Prediction of drinking water quality with machine learning models: A public health nursing approach
Künye
Özsezer, G., & Mermer, G. (2024). Prediction of drinking water quality with machine learning models: A public health nursing approach. Public Health Nursing, 41(1), 175–191. https://doi.org/10.1111/phn.13264Özet
Objective: The aim of this study is to use machine learning models to predict drinking water quality from a public health nursing approach. Design: Machine learning study. Sample: “Water Quality Dataset” was used in the study. The dataset contains physical and chemical measurements of water quality for 2400 different water bodies. The process consists of four stages: Data processing with Synthetic Minority Oversampling Technique, hyperparameter tuning with 10-fold cross-validation, modeling and comparative analysis. 80% of the dataset is allocated as training data and 20% as test data. ML models logistic regression, K-nearest neighbor, support vector machine, random forest, XGBoost, AdaBoost Classifier, Decision Tree algorithms were used for water quality prediction.
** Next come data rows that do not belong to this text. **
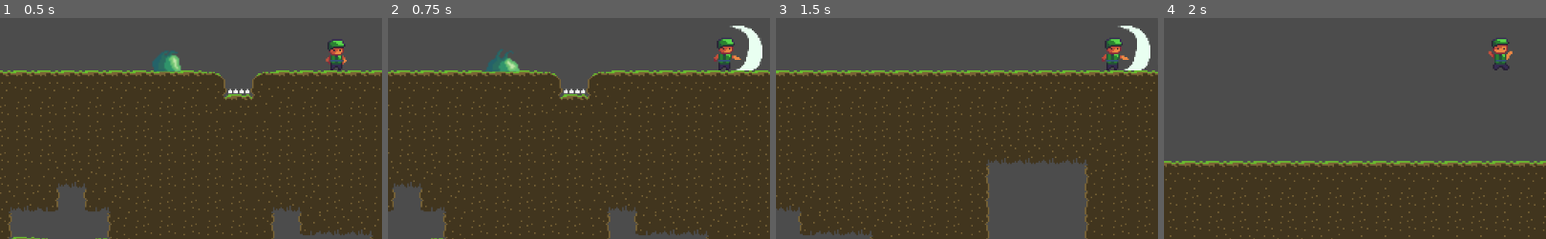
Above: before the commit, frames 1-4 (left to right).
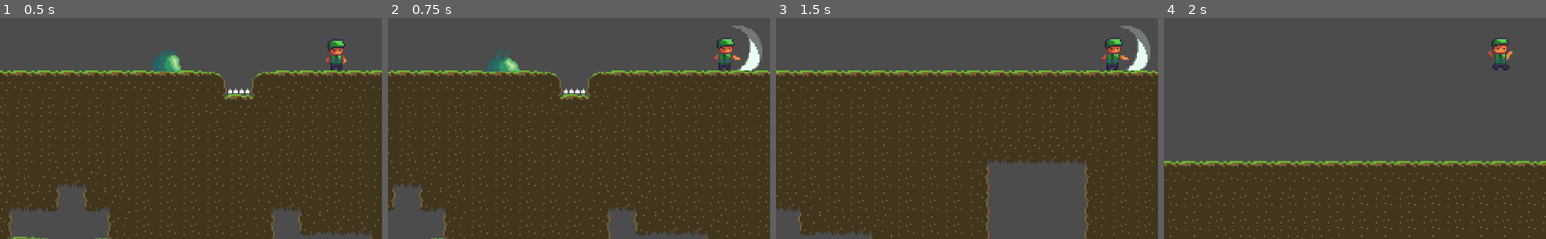
Above: after the commit, the same moments.

Repository: glass-brick/kerene
Game: Godot game, scene res://Scenes/Level/Level.tscn
Two runs of this game, one before a commit and one after it. Both use one fixed random seed, a clock stepped at 60 frames per second and the inputs below.
Inputs (mouse positions are % of the whole screen's width and height, from its top left):
- Up to frame 1 (0.5 s): no input
- Up to frame 2 (0.75 s): move the mouse to (72, 45) at 0.52 s; hold D (ui_right) from 0.53 s (still down); tap E (Use_item) at 0.6 s
- Up to frame 3 (1.5 s): keep holding D (ui_right); tap Space (ui_select) at 0.77 s; move the mouse to (30, 55) at 1.27 s; click (30, 55) at 1.35 s
- Up to frame 4 (2 s): keep holding D (ui_right); tap Space (ui_select) at 1.52 s
The pictures show only the part of the screen within x 6-56%, y 39-89%; the shares and areas given below are measured in that part.

Frame 1 is identical in both runs. In frame 2, 0.5% of the frame differs, in the area x 89-98%, y 3-24%; in frame 3, 0.5%; in frame 4, nothing differs.

Commit message:
up attack speed

Diff:
--- a/Scenes/Player/Player.tscn
+++ b/Scenes/Player/Player.tscn
@@ -156,7 +156,7 @@
 "frames": [ SubResource( 14 ), SubResource( 15 ), SubResource( 16 ), SubResource( 17 ) ],
 "loop": false,
 "name": "default",
-"speed": 10.0
+"speed": 20.0
 } ]
 
 [sub_resource type="CircleShape2D" id=19]
@@ -176,7 +176,7 @@
 material = SubResource( 1 )
 frames = SubResource( 12 )
 animation = "idle"
-frame = 1
+frame = 2
 playing = true
 
 [node name="CollisionShape2D" type="CollisionShape2D" parent="."]
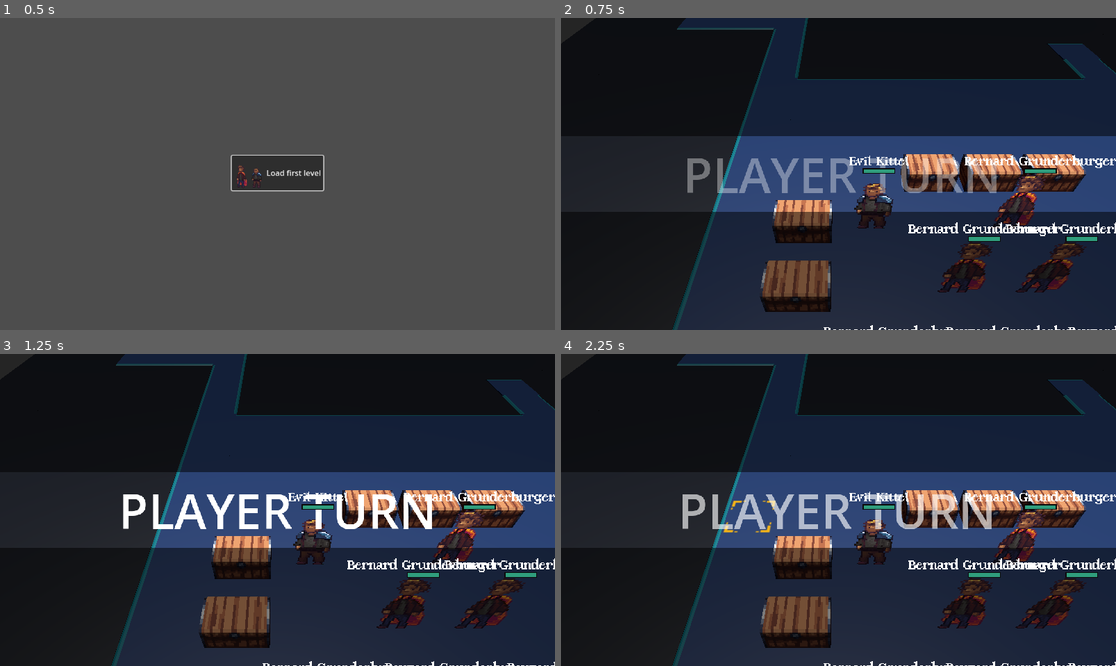
Above: before the commit, frames 1-4 (two rows, left to right).
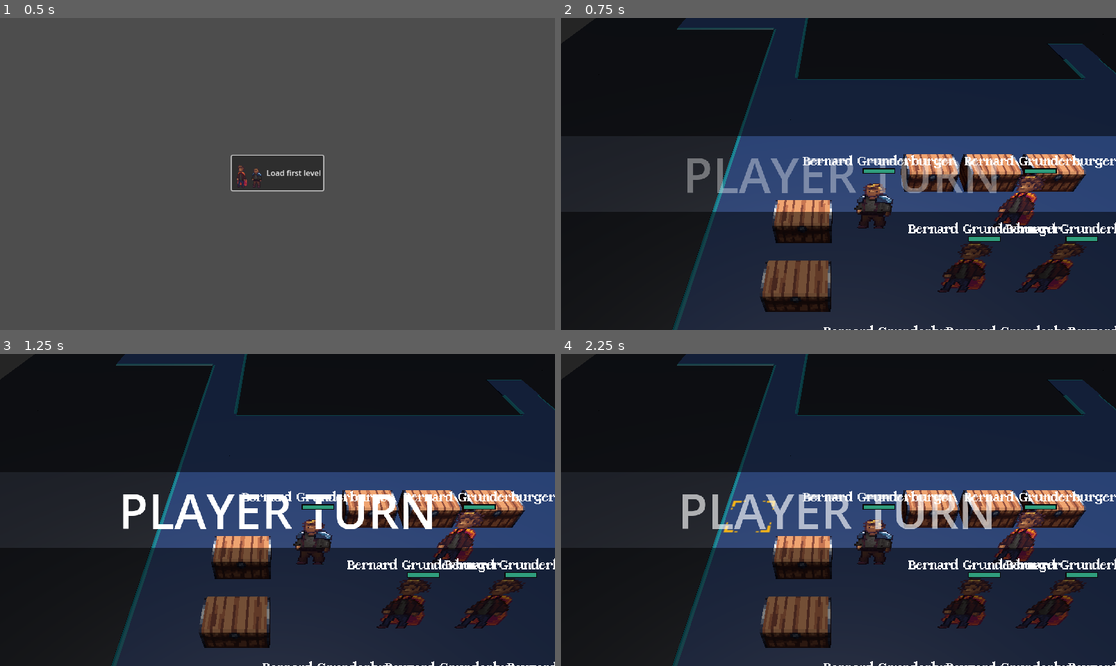
Above: after the commit, the same moments.

Repository: alanhaugen/bachelor-inn
Game: Godot game, scene res://scenes/UI/mainmenu.tscn
Two runs of this game, one before a commit and one after it. Both use one fixed random seed, a clock stepped at 60 frames per second and the inputs below.
Inputs (mouse positions are in pixels of both pictures, inside the frame that each line leads up to):
- Up to frame 1 (0.5 s): no input
- Up to frame 2 (0.75 s): click "Load first level" at 0.5 s
- Up to frame 3 (1.25 s): no input
- Up to frame 4 (2.25 s): move the mouse to (960, 494) at 1.27 s; hold Right (pan_right) 1.28-2 s; hold Space (selected) 1.28-2 s; click (960, 494) at 1.42 s; tap Enter at 2 s; drag from (727, 525) to (810, 572) at 2.02 s

Frame 1 is identical in both runs. In frame 2, 0.3% of the frame differs, in the area x 43-71%, y 43-49%; in frame 3, 0.2%; in frame 4, 0.3%.

Commit message:
Fixed gui

Diff:
--- a/project.godot
+++ b/project.godot
@@ -14,6 +14,10 @@
 run/main_scene="uid://cm02uehw506nt"
 config/features=PackedStringArray("4.5", "Forward Plus")
 config/icon="res://icon.svg"
+
+[autoload]
+
+Main="*res://scripts/main.gd"
 
 [debug]
 
--- a/scenes/Characters/Unit.tscn
+++ b/scenes/Characters/Unit.tscn
@@ -61,6 +61,7 @@
 offset_right = 20.0
 grow_horizontal = 2
 grow_vertical = 0
+mouse_filter = 2
 
 [node name="Name" type="Label" parent="CanvasLayer/HealthBar/VBoxContainer"]
 layout_mode = 2
--- a/scenes/Characters/enemy.tscn
+++ b/scenes/Characters/enemy.tscn
@@ -22,7 +22,6 @@
 
 [node name="Unit" type="Node3D"]
 script = ExtResource("1_5uy6h")
-unitName = "Evil Kittel"
 
 [node name="Character" type="AnimatedSprite3D" parent="."]
 transform = Transform3D(1, 0, 0, 0, 1, 0, 0, 0, 1, 0, 0.31031227, 0)
@@ -49,6 +48,7 @@
 scale = Vector2(2, 2)
 size_flags_horizontal = 4
 size_flags_vertical = 4
+mouse_filter = 2
 
 [node name="VBoxContainer" type="VBoxContainer" parent="CanvasLayer/HealthBar"]
 layout_mode = 1
@@ -62,6 +62,7 @@
 offset_right = 20.0
 grow_horizontal = 2
 grow_vertical = 0
+mouse_filter = 2
 
 [node name="Name" type="Label" parent="CanvasLayer/HealthBar/VBoxContainer"]
 layout_mode = 2
--- a/scenes/UI/HealthBar.tscn
+++ b/scenes/UI/HealthBar.tscn
@@ -23,6 +23,7 @@
 z_index = 1
 offset_right = 32.0
 offset_bottom = 4.0
+mouse_filter = 2
 theme_override_styles/background = SubResource("StyleBoxEmpty_4av4t")
 theme_override_styles/fill = SubResource("StyleBoxFlat_xfmwm")
 value = 60.0
@@ -37,6 +38,7 @@
 anchor_bottom = 1.0
 grow_horizontal = 2
 grow_vertical = 2
+mouse_filter = 2
 theme_override_styles/background = SubResource("StyleBoxFlat_mhiy5")
 theme_override_styles/fill = SubResource("StyleBoxFlat_j8d75")
 value = 80.0
--- a/scenes/UI/mainmenu.tscn
+++ b/scenes/UI/mainmenu.tscn
@@ -1,10 +1,10 @@
 [gd_scene load_steps=3 format=3 uid="uid://cm02uehw506nt"]
 
-[ext_resource type="Script" uid="uid://cgkrbcbu40277" path="res://scripts/main.gd" id="1_nudk7"]
 [ext_resource type="Texture2D" uid="uid://c6ufp14dqs3ou" path="res://art/WIP/DFFS_Character edge highlight poc.png" id="2_nudk7"]
+[ext_resource type="Script" uid="uid://bt1if6bipdwt1" path="res://scripts/ui/main_menu.gd" id="3_wxwbn"]
 
 [node name="Main" type="Node3D"]
-script = ExtResource("1_nudk7")
+script = ExtResource("3_wxwbn")
 
 [node name="UI" type="Control" parent="."]
 layout_mode = 3
--- a/scenes/levels/firstLevel.tscn
+++ b/scenes/levels/firstLevel.tscn
@@ -6,7 +6,6 @@
 [ext_resource type="MeshLibrary" uid="uid://qbhle1o2885q" path="res://scenes/libraries/SpawnMeshLibrary.tres" id="4_8tmoo"]
 [ext_resource type="MeshLibrary" uid="uid://dan04754q5nkc" path="res://scenes/libraries/MovementMapLibrary.tres" id="5_8tmoo"]
 [ext_resource type="Texture2D" uid="uid://s635gsj08vhr" path="res://art/textures/Cursors.png" id="5_hvfss"]
-[ext_resource type="PackedScene" uid="uid://cswysjv240iry" path="res://scenes/ui/movePopup.tscn" id="7_8tmoo"]
 [ext_resource type="PackedScene" uid="uid://bmb7trymiv3jj" path="res://scenes/ui/turnTransition.tscn" id="8_57geo"]
 
 [sub_resource type="Environment" id="Environment_hm5u0"]
@@ -40,7 +39,7 @@
 transform = Transform3D(1, 0, 0, 0, 1, 0, 0, 0, 1, 0, -0.9, 0)
 mesh_library = ExtResource("5_8tmoo")
 data = {
-"cells": PackedInt32Array(65532, 65533, 7, 65532, 65534, 1048578, 65532, 65535, 1048578, 65532, 0, 1048578, 65534, 65533, 2, 65535, 65533, 2, 0, 65533, 2, 3, 1, 655367, 3, 0, 1048576, 65533, 65534, 1, 2, 65535, 1048576, 65533, 0, 0, 65534, 0, 0, 65534, 65535, 0, 65535, 65535, 1048576, 65535, 65534, 0, 65535, 0, 1048576, 1, 65534, 1179649, 1, 65533, 1179649, 1, 65535, 1179649, 1, 0, 1179649)
+"cells": PackedInt32Array(65532, 65533, 7, 65532, 65534, 1048578, 65532, 65535, 1048578, 65532, 0, 1048578, 65534, 65533, 2, 3, 1, 655367, 3, 0, 1048576, 65533, 65534, 1, 65533, 0, 0, 65534, 0, 0, 65534, 65535, 0, 65535, 0, 1048576, 1, 65534, 1179649, 1, 65535, 1179649, 1, 0, 1179649)
 }
 
 [node name="PathArrow" type="GridMap" parent="."]
@@ -65,6 +64,5 @@
 region_enabled = true
 region_rect = Rect2(0, 0, 32, 32)
 
-[node name="MovePopup" parent="." instance=ExtResource("7_8tmoo")]
-
 [node name="TurnTransition" parent="." instance=ExtResource("8_57geo")]
+mouse_filter = 2
--- a/scenes/main.tscn
+++ b/scenes/main.tscn
@@ -6,7 +6,7 @@
 [ext_resource type="Texture2D" uid="uid://c4ycu1eas0ikq" path="res://art/textures/MoveDot.png" id="4_eb6dy"]
 [ext_resource type="Texture2D" uid="uid://jm00os0n3vhj" path="res://art/textures/05.tileset-autotile.png" id="5_trceg"]
 [ext_resource type="PackedScene" uid="uid://dlfwm0w3j2kio" path="res://scenes/ui/cursor.tscn" id="6_a8y0u"]
-[ext_resource type="PackedScene" uid="uid://cswysjv240iry" path="res://scenes/ui/movePopup.tscn" id="7_jkv2x"]
+[ext_resource type="PackedScene" uid="uid://cswysjv240iry" path="res://scenes/ui/move_popup.tscn" id="7_jkv2x"]
 [ext_resource type="PackedScene" uid="uid://byvsg74rc2sk8" path="res://scenes/ui/AnimatedUnit.tscn" id="8_jbj1t"]
 [ext_resource type="PackedScene" uid="uid://bmb7trymiv3jj" path="res://scenes/ui/turnTransition.tscn" id="9_muem4"]
 
@@ -4276,6 +4276,9 @@
 
 [node name="Map1" type="Node2D"]
 script = ExtResource("1_85g3d")
+camera_speed = null
+mouse_drag_sensitivity = null
+dialogue = null
 
 [node name="Map" type="TileMapLayer" parent="."]
 scale = Vector2(5, 5)
--- a/scripts/combat/map.gd
+++ b/scripts/combat/map.gd
@@ -17,7 +17,6 @@
 @onready var unitsMap: GridMap = $Units;
 @onready var movementMap: GridMap = $MovementDots;
 #@onready var collidable_terrain_layer: GridMap = $CollidableTerrainLayer
-@onready var move_popup: Control = $MovePopup
 @onready var path_arrow: GridMap = $PathArrow
 @onready var turn_transition: CanvasLayer = $TurnTransition/CanvasLayer
 @onready var turn_transition_animation_player: AnimationPlayer = $TurnTransition/AnimationPlayer
@@ -26,7 +25,9 @@
 @onready var enemy_label: Label = $TurnTransition/CanvasLayer/VBoxContainer/ColorRect3/enemyLabel
 
 var animated_unit: AnimatableBody3D;
-
+var move_popup: Control;
+
+const MOVE_POPUP = preload("uid://cswysjv240iry")
 const UNIT = preload("uid://btmpi20wskms7")
 const ENEMY = preload("uid://beocud5p1563r")
 const CHEST = preload("uid://ctcbsf1b8tg5x")
@@ -47,16 +48,17 @@
 const Move = preload("res://scripts/combat/move.gd");
 
 var is_player_turn: bool = true;
-var unitPos        :Vector3;
-var playerCode     :int = 0;
-var playerCodeDone :int = 3;
-var enemyCode      :int = 1;
-var attackCode     :int = 0;
+var unit_pos: Vector3;
+var player_code: int = 0;
+var player_code_done: int = 3;
+var enemy_code: int = 1;
+var attack_code: int = 0;
+var moveCode: int = 1;
 
 
 func Touch(pos :Vector3) -> bool:
 	if (GetTileName(pos) != "Water" && unitsMap.get_cell_item(pos) == GridMap.INVALID_CELL_ITEM):
-		movementMap.set_cell_item(pos, 0);
+		movementMap.set_cell_item(pos, 1);
 		return true;
 	return false;
 
@@ -72,9 +74,9 @@
 	frontierPositions.append(pos);
 	var type :int = unitsMap.get_cell_item(pos);
 
-	var tempEnemyCode :int = enemyCode;
+	var temp_enemy_code :int = enemy_code;
 	if (is_player_turn == false):
-		enemyCode = playerCode;
+		enemy_code = player_code;
 
 	while (frontier < movementLength && frontierPositions.is_empty() == false):
 		pos = frontierPositions.pop_front();
@@ -101,25 +103,25 @@
 			moves.append(Move.new(startPos, west, type, unitsMap));
 
 		# Add attack moves
-		if (unitsMap.get_cell_item(north) == enemyCode):
+		if (unitsMap.get_cell_item(north) == enemy_code):
 			moves.append(Move.new(startPos, north, type, unitsMap, true));
-			movementMap.set_cell_item(north, 0, attackCode);
-		if (unitsMap.get_cell_item(south) == enemyCode):
+			movementMap.set_cell_item(north, 0, attack_code);
+		if (unitsMap.get_cell_item(south) == enemy_code):
 			moves.append(Move.new(startPos, south, type, unitsMap, true));
-			movementMap.set_cell_item(south, 0, attackCode);
-		if (unitsMap.get_cell_item(east) == enemyCode):
+			movementMap.set_cell_item(south, 0, attack_code);
+		if (unitsMap.get_cell_item(east) == enemy_code):
 			moves.append(Move.new(startPos, east, type, unitsMap, true));
-			movementMap.set_cell_item(east, 0, attackCode);
-		if (unitsMap.get_cell_item(west) == enemyCode):
+			movementMap.set_cell_item(east, 0, attack_code);
+		if (unitsMap.get_cell_item(west) == enemy_code):
 			moves.append(Move.new(startPos, west, type, unitsMap, true));
-			movementMap.set_cell_item(west, 0, attackCode);
+			movementMap.set_cell_item(west, 0, attack_code);
 
 		if (frontierPositions.is_empty() == true):
 			frontier += 1;
 			frontierPositions = nextFrontierPositions.duplicate();
 			nextFrontierPositions.clear();
 
-	enemyCode = tempEnemyCode;
+	enemy_code = temp_enemy_code;
 
 	return moves;
 
@@ -207,25 +209,25 @@
 		#unitsMap.set_cell(pos, 0, Vector2(14,3));
 		cursor.show();
 
+		var windowPos: Vector2 = Vector2(0,0);
+
 		if (GetUnitName(pos) == "Unit"):
-			unitPos = pos;
+			unit_pos = pos;
 			movementMap.clear();
-			Dijkstra(pos, 3);
-			#if (isUnitSelected == true):
-			#	activeMove = Move.new(pos, pos, playerCodeDone, unitsMap);
-			#	activeMove.isWait = true;
-			#	##ShowMovePopup(windowPos);
-			#else:
-			#	Dijkstra(pos, 3);
-			#	isUnitSelected = true;
+			if (isUnitSelected == true):
+				activeMove = Move.new(pos, pos, player_code_done, unitsMap);
+				activeMove.isWait = true;
+				ShowMovePopup(windowPos);
+			else:
+				Dijkstra(pos, 3);
+				isUnitSelected = true;
 		elif (movementMap.get_cell_item(pos) != GridMap.INVALID_CELL_ITEM):
-			activeMove = Move.new(unitPos, pos, playerCodeDone, unitsMap);
-			if (movementMap.get_cell_item(pos) == attackCode):
+			activeMove = Move.new(unit_pos, pos, player_code_done, unitsMap);
+			if (movementMap.get_cell_item(pos) == attack_code):
 				activeMove.isAttack = true;
 
-			var windowPos: Vector2 = Vector2(0,0);
 			ShowMovePopup(windowPos);
-			AStar(unitPos, pos);
+			AStar(unit_pos, pos);
 
 			#activeMove.execute();
 
@@ -270,7 +272,10 @@
 			#newUnit = 2;
 			add_child(newUnit);
 
+	move_popup = MOVE_POPUP.instantiate();
 	move_popup.hide();
+	Main.gui.add_child(move_popup);
+
 	turn_transition_animation_player.play();
 	#turn_transition.get_canvas().hide();
 	#tiles = map.get_used_cells();
@@ -319,13 +324,13 @@
 	var units :Array[Vector3i] = unitsMap.get_used_cells();
 	for i in units.size():
 		var pos :Vector3i = units[i];
-		if (unitsMap.get_cell_item(pos) == playerCodeDone):
-			unitsMap.set_cell_item(pos, playerCode);
+		if (unitsMap.get_cell_item(pos) == player_code_done):
+			unitsMap.set_cell_item(pos, player_code);
 
 	var aiUnitsMoves :Array;
 	for i in units.size():
 		var pos :Vector3i = units[i];
-		if (unitsMap.get_cell_item(pos) == enemyCode):
+		if (unitsMap.get_cell_item(pos) == enemy_code):
 			aiUnitsMoves.append(Array());
 			aiUnitsMoves[aiUnitsMoves.size() - 1] += Dijkstra(pos, 3);
 
@@ -360,9 +365,9 @@
 
 	for i in units.size():
 		var pos :Vector3i = units[i];
-		if (unitsMap.get_cell_item(pos) == playerCode || unitsMap.get_cell_item(pos) == playerCodeDone):
+		if (unitsMap.get_cell_item(pos) == player_code || unitsMap.get_cell_item(pos) == player_code_done):
 			numberOfPlayerUnits += 1;
-		elif (unitsMap.get_cell_item(pos) == enemyCode):
+		elif (unitsMap.get_cell_item(pos) == enemy_code):
 			numberOfEnemyUnits += 1;
 
 	if (numberOfPlayerUnits == 0):
@@ -400,7 +405,7 @@
 			var units :Array[Vector3i] = unitsMap.get_used_cells();
 			for i in units.size():
 				var pos :Vector3i = units[i];
-				if (unitsMap.get_cell_item(pos) == playerCode):
+				if (unitsMap.get_cell_item(pos) == player_code):
 					is_player_turn = true;
 			if (is_player_turn == false):
 				turn_transition_animation_player.play();
--- a/scripts/main.gd
+++ b/scripts/main.gd
@@ -1,4 +1,8 @@
 extends Node
+## Main script.
+##
+## Controls what scene and ui is loaded.
+## Loads settings and saves for the game.
 
 # TODO:
 # load settings
@@ -10,23 +14,10 @@
 var level: Map;
 
 ## Reference to the World node
-@onready var world: Node3D = $World;
+var world: Node3D;
 
 ## Reference to the GUI
-@onready var gui: Control = $UI;
-@onready var levelButton: Button = $UI/MapSelector/LoadMap0;
-#endregion
-
-#region: --- Processing ---
-## Called when the node enters the scene tree for the first time
-func _ready() -> void:
-	levelButton.grab_focus(); # Set focus on a button
-#endregion
-
-#region: --- Signals ---
-## Called when the Load Map 0 button is pressed
-func _on_load_map_0_pressed() -> void:
-	load_level("first"); # Load the test level
+var gui: Control;
 #endregion
 
 #region: --- Methods ---
@@ -44,5 +35,4 @@
 	var level_path: String = "res://scenes/levels/%sLevel.tscn" % level_name;
 	level = load(level_path).instantiate();
 	world.add_child(level) # Add the new level to the World node
-	$UI/MapSelector.visible = false # Hide the map selector UI
 #endregion
--- a/scripts/popups/move_popup.gd
+++ b/scripts/popups/move_popup.gd
@@ -1,10 +1,14 @@
 extends Control
 
-@onready var map: Node3D = $"..";
+@onready var map: Node;
 @onready var move_button: Button = $VBoxContainer/MoveButton
 @onready var attack_button: Button = $VBoxContainer/AttackButton
 @onready var wait_button: Button = $VBoxContainer/WaitButton
 @onready var cancel_button: Button = $VBoxContainer/CancelButton
+
+
+func _ready() -> void:
+	map = Main.level;
 
 func HidePopup() -> void:
 	map.inMenu = false;
--- a/scripts/stats/unit.gd
+++ b/scripts/stats/unit.gd
@@ -23,8 +23,8 @@
 @onready var health_label: Label = $CanvasLayer/HealthBar/VBoxContainer/Health
 @onready var name_label: Label = $CanvasLayer/HealthBar/VBoxContainer/Name
 
-@export var isPlayable :bool = true; ## Friend or foe
-@export var unitName :String = "Bernard Grunderburger"; ## Unit name
+@export var is_playable :bool = true; ## Friend or foe
+@export var unit_name :String = "Bernard Grunderburger"; ## Unit name
 @export var speciality :Speciality = Speciality.Fighter; ## Unit speciality
 
 @export var health :int       = 4;    ## Unit health
@@ -49,10 +49,10 @@
 
 func _ready() -> void:
 	camera = get_viewport().get_camera_3d();
-	print(unitName);
+	print(unit_name);
 	health_bar.init_health(health);
 	health_label.text = "Health: " + str(health);
-	name_label.text = unitName;
+	name_label.text = unit_name;
 
 func _process(_delta: float) -> void:
 	var mesh_3d_position: Vector3 = character.global_transform.origin;
--- /dev/null
+++ b/scripts/ui/main_menu.gd
@@ -0,0 +1,27 @@
+extends Node3D
+
+## Reference to the World node
+@onready var world: Node3D = $World;
+
+## Reference to the GUI
+@onready var gui: Control = $UI;
+
+## Level buttons
+@onready var levelButton: Button = $UI/MapSelector/LoadMap0;
+
+#region: --- Processing ---
+## Called when the node enters the scene tree for the first time
+func _ready() -> void:
+	Main.gui = gui;
+	Main.world = world;
+
+	# Set focus on the first button
+	levelButton.grab_focus();
+#endregion
+
+#region: --- Signals ---
+## Called when the Load Map 0 button is pressed
+func _on_load_map_0_pressed() -> void:
+	$UI/MapSelector.visible = false;
+	Main.load_level("first"); # Load the test level
+#endregion
Renamed: scenes/ui/movePopup.tscn -> scenes/UI/move_popup.tscn
Not shown: 1 places in scenes/levels/firstLevel.tscn that only renumber resources
Not shown, added: scripts/ui/main_menu.gd.uid

Accuracy, precision, recall, F1 score and AUC performance metrics of ML models were compared. To evaluate the performance of the models, 10-fold cross-validation was used and a comparative analysis was performed. The p-values of the models were also compared. Results: N this study, where drinking water quality was predicted with seven different ML algorithms, it can be said that XGBoost and Random Forest are the best classification models in all performance metrics. There is a significant difference in all ML algorithms according to the p-value. The H0 hypothesis is accepted for these algorithms. According to the H0 hypothesis, there is no difference between actual values and predicted values. Conclusion: In conclusion, the use of ML models in the prediction of drinking water quality can help nurses greatly improve access to clean water, a human right, be more knowledgeable about water quality, and protect the health of individuals.